Ein anderer Befragter fügt die Aspekte der Gleichstellung aller Spielenden sowie die Bedeutung einer zielführenden Kommunikation hinzu. Drei der sechs Interviewten bezeichnen den Spirit of the Game als ein besonderes Bewusstsein, welches Ultimate ausmache. Jan Ziegler unterscheidet:

„Der SotG bezieht sich also vor allem auf die innere Haltung (Achtsamkeit, Ehrlichkeit, Akzeptanz eigener Fehler), Fairness hingegen generiert sich aus dem verinnerlichten Spirit und bezieht sich vor allem auf Interaktionen (Ausnahmen und Regelverstöße sinnvoll zulassen, ernsthaftes Zuhören, eigene Ziele nicht über die anderer stellen, in Konflikten nach Objektivität streben).“

Bei der Betrachtung der Vorteile des SotG lassen sich aus den Aussagen der Interviewten drei Leitsätze ermitteln:

  • Selbstständigkeit und Selbstregulierung (somit die Unabhängigkeit von Schiedsrichter/innen),
  • eine überaus angenehme Atmosphäre auf und neben dem Spielfeld (insbesondere im Vergleich zu anderen Sportarten mit Schiedsrichtenden)
  • sowie eine gute Praxis des Konfliktmanagements.
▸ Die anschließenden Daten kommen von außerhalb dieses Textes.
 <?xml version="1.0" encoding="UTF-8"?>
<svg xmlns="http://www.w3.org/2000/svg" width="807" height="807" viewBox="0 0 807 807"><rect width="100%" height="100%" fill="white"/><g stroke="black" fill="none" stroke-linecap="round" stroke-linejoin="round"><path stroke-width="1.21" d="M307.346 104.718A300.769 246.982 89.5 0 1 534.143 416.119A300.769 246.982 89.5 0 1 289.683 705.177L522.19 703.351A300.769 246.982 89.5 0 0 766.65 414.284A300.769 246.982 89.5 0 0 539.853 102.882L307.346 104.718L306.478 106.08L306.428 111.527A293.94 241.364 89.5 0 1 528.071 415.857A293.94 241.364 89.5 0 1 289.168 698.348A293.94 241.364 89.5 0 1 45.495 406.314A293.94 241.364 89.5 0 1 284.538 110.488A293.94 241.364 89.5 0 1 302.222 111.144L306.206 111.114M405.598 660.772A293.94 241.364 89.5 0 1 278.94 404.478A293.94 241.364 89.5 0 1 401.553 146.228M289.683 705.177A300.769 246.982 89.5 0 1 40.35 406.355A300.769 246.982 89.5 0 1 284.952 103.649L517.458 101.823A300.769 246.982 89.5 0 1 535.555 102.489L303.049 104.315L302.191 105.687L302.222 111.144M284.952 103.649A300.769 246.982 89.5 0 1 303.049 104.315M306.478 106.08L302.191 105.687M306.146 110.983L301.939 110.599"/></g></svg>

Entsprechend wird das selbstbestimmte Spiel als solches von allen Befragten als enorm positiv bewertet. In den Interviews kommen zahlreiche weitere Themen zur Sprache, die gesondert ausgeführt werden können: So

  • die Anfälligkeit des SotG dafür ausgenutzt zu werden (die Möglichkeit von Turnierdirektorien und von Verbänden Strafen auszusprechen),
  • alternativ die Wirkung sozialer Sanktionen (Abweisung und Ausschluss als unliebsame langfristige Konsequenzen kurzfristiger Vorteilsnahmen),
  • Frustration darüber eine stark abweichende Meinung des Gegenübers respektieren zu müssen, auch wenn ich mich sehr sicher im Recht fühle,
  • das Einhalten der für den Schlichtungsprozess vorgesehenen Zeitfenster.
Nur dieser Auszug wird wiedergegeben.